▸ PROVIDED INFORMATION:
- - - - -

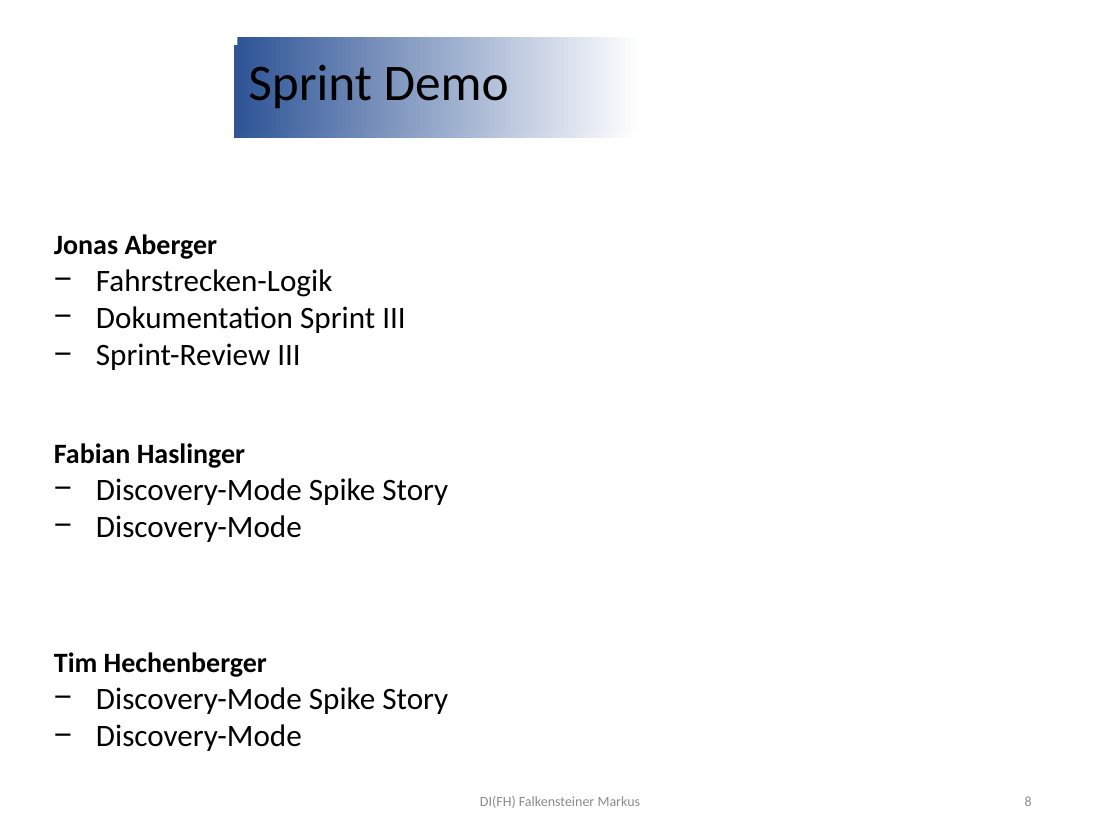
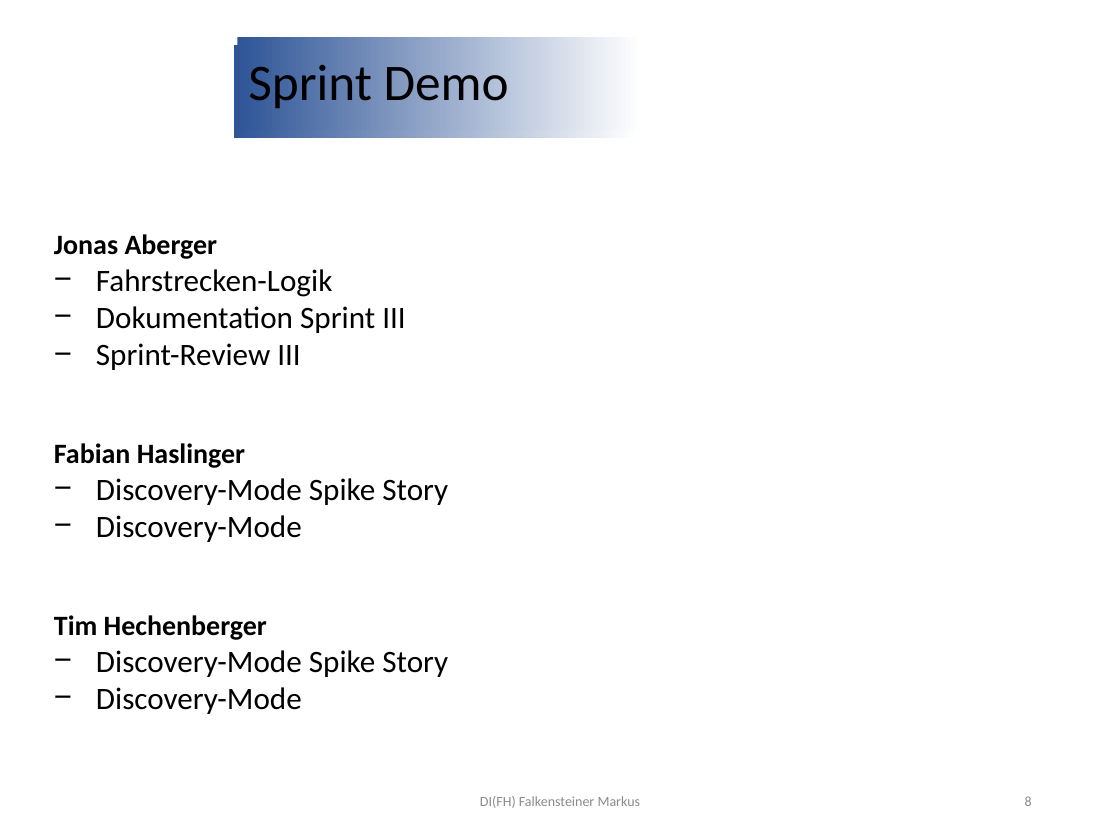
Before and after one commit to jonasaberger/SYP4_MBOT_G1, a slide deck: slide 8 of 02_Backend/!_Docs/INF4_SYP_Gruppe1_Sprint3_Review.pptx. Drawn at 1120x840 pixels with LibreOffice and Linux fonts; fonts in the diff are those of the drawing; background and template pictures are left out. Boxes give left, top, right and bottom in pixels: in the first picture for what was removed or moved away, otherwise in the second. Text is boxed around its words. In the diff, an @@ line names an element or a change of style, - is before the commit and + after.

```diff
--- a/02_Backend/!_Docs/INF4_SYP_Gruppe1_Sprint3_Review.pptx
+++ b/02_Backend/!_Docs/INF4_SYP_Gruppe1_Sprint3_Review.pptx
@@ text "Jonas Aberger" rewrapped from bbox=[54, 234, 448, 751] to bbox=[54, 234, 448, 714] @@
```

- - - - -

▸ TASK STATEMENT: Set down the entries exactly as they appear, with every picture left out.

▸ RESPONSE BOX:
Before and after one commit to jonasaberger/SYP4_MBOT_G1, a slide deck: slide 8 of 02_Backend/!_Docs/INF4_SYP_Gruppe1_Sprint3_Review.pptx. Drawn at 1120x840 pixels with LibreOffice and Linux fonts; fonts in the diff are those of the drawing; background and template pictures are left out. Boxes give left, top, right and bottom in pixels: in the first picture for what was removed or moved away, otherwise in the second. Text is boxed around its words. In the diff, an @@ line names an element or a change of style, - is before the commit and + after.

```diff
--- a/02_Backend/!_Docs/INF4_SYP_Gruppe1_Sprint3_Review.pptx
+++ b/02_Backend/!_Docs/INF4_SYP_Gruppe1_Sprint3_Review.pptx
@@ text "Jonas Aberger" rewrapped from bbox=[54, 234, 448, 751] to bbox=[54, 234, 448, 714] @@
```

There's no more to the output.